Los patrimonios autónomos son normalmente transparentes para efectos fiscales, en la medida en que no son contribuyentes del impuesto sobre la renta. Los efectos recaen en los beneficiarios, que pueden tener distintas condiciones fiscales. Así, típicamente los pagos a favor de patrimonios autónomos no están sometidos a retención en la fuente, aunque la doctrina reciente de la Dian formula una tesis contraria.

¿Cuál es la naturaleza fiscal de patrimonios autónomos?
Para efectos fiscales, los patrimonios autónomos son vehículos de origen contractual que no dan lugar al surgimiento de una persona jurídica. Con base en lo anterior, se ha entendido que los patrimonios autónomos no son contribuyentes del impuesto sobre la renta, y se ha formulado un principio de transparencia fiscal en virtud del cual los ingresos, costos y gastos originados a través de patrimonios autónomos deben ser reportados y gravados en cabeza de los fideicomitentes o beneficiarios. La idea es que, para efectos fiscales, los ingresos, costos y gastos se reconocen en cabeza del fideicomitente o de los beneficiarios, según sea el caso, como si estos hubieran realizado las actividades directamente.

¿Los pagos que reciben están sometidos a retención en la fuente?
La retención en la fuente es un mecanismo anticipado de recaudo de impuestos. Presupone, entonces, que exista un impuesto a pagar a cargo de quien recibe el pago sometido a retención. En ese orden de ideas, no se practican retenciones cuando el receptor del pago no sea contribuyente de impuestos, o cuando el pago constituya una renta exenta para quien lo recibe.
Hay que distinguir dos posibles escenarios: Si es posible saber quiénes son los beneficiarios del patrimonio autónomo, el patrimonio no será un contribuyente del impuesto sobre la renta. Sin embargo, si existe alguna circunstancia que imposibilita la identificación de los beneficiarios, el patrimonio autónomo se asimilará a una sociedad anónima, en cuyo caso será contribuyente del impuesto sobre la renta. En este segundo caso, no cabe duda de que los pagos que reciba el patrimonio autónomo deberán estar sometidos a retención, si la ley así lo dispone. En el primer caso, por el contrario, no hay lugar a retención. Además de ser una conclusión lógica, se fundamenta en la regla contenida en el artículo 1.2.4.1. del Decreto 1625 de 2016, según la cual no hay retención en la fuente cuando un pago se realice a personas no contribuyentes o exentas del impuesto de renta.
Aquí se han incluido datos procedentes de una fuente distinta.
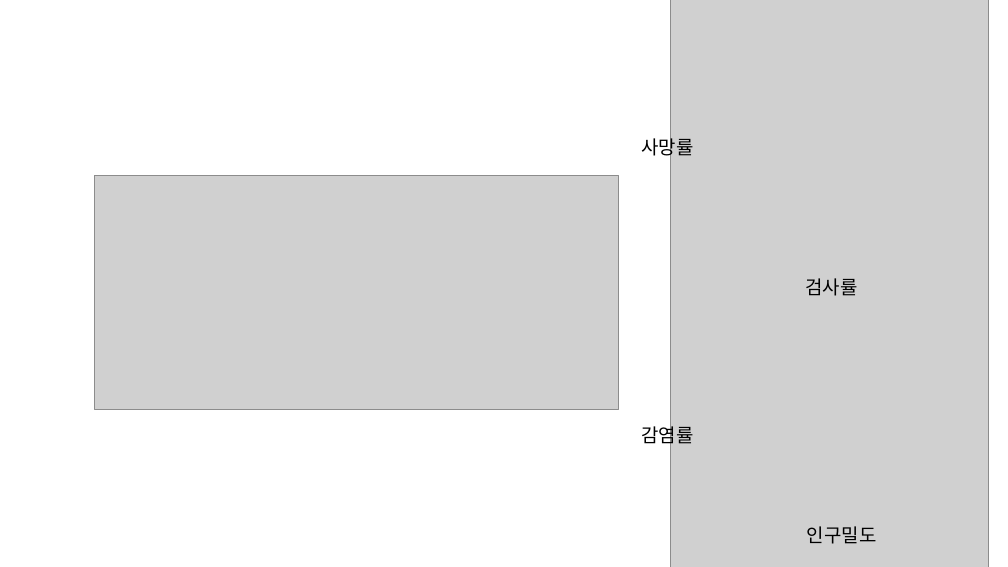
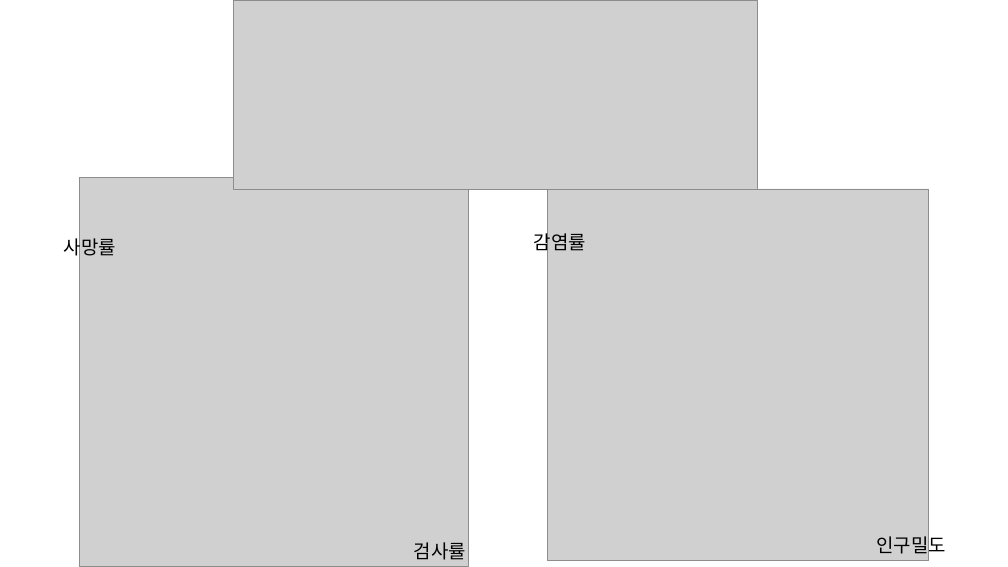
Before and after one commit to Anthony-sj/Project-Covid-19, a slide deck: slide 9 of jhoon/코로나데이터 발표자료.pptx. Drawn at 1008x567 pixels with LibreOffice and Linux fonts; fonts in the diff are those of the drawing; grey boxes stand for pictures. Boxes give left, top, right and bottom in pixels: in the first picture for what was removed or moved away, otherwise in the second. Text is boxed around its words. In the diff, an @@ line names an element or a change of style, - is before the commit and + after.

```diff
--- a/jhoon/코로나데이터 발표자료.pptx
+++ b/jhoon/코로나데이터 발표자료.pptx
@@ picture resized from (x1=95, y1=175, x2=619, y2=409) to (x1=234, y1=0, x2=758, y2=189) @@
@@ picture removed at (x1=670, y1=0, x2=988, y2=567) @@
@@ picture added at (x1=79, y1=178, x2=469, y2=567) @@
@@ picture added at (x1=547, y1=189, x2=929, y2=561) @@
@@ text "사망률" moved from (x1=641, y1=135, x2=693, y2=160) to (x1=64, y1=235, x2=116, y2=260) @@
@@ text "감염률" moved from (x1=641, y1=422, x2=693, y2=447) to (x1=534, y1=229, x2=586, y2=254) @@
@@ text "검사률" moved from (x1=805, y1=278, x2=857, y2=296) to (x1=414, y1=542, x2=466, y2=560) @@
@@ text "인구밀도" rewrapped from (x1=807, y1=526, x2=877, y2=544) to (x1=876, y1=533, x2=946, y2=558) @@
```
Also in this commit, not shown: 5 other slides changed, 3 slides added, 2 slides removed, 1 other file.

¿Qué dice la doctrina reciente de la Dian?
El pasado 4 de diciembre, la Dian emitió el Concepto No. 033228, en el que concluye que los ingresos que perciba un patrimonio autónomo están sujetos a retención en la fuente. Al parecer, la hipótesis de la Dian es que no hay ninguna norma ni principio que exceptúe de retención.

Extraña que en la doctrina de la Dian (reciente, por demás) confluyan, por una parte, el reconocimiento de que los patrimonios autónomos no son contribuyentes y, por otra, la tesis de que los pagos a favor de patrimonios autónomos -no contribuyentes- están sometidos a retención. Y extraña, además, que la Dian haya ignorado el artículo 1.2.4.1. del Decreto 1625.
Si el Concepto No. 033228 se refiere a un tipo específico de patrimonio que, por algún motivo, sí es contribuyente del impuesto sobre la renta, es importante que la Dian lo aclare. Pero si cometió un error al ignorar la regla del artículo 1.2.4.1., es importante que se revoque el concepto, al menos en parte, pues contraría una norma que goza de plena presunción de legalidad.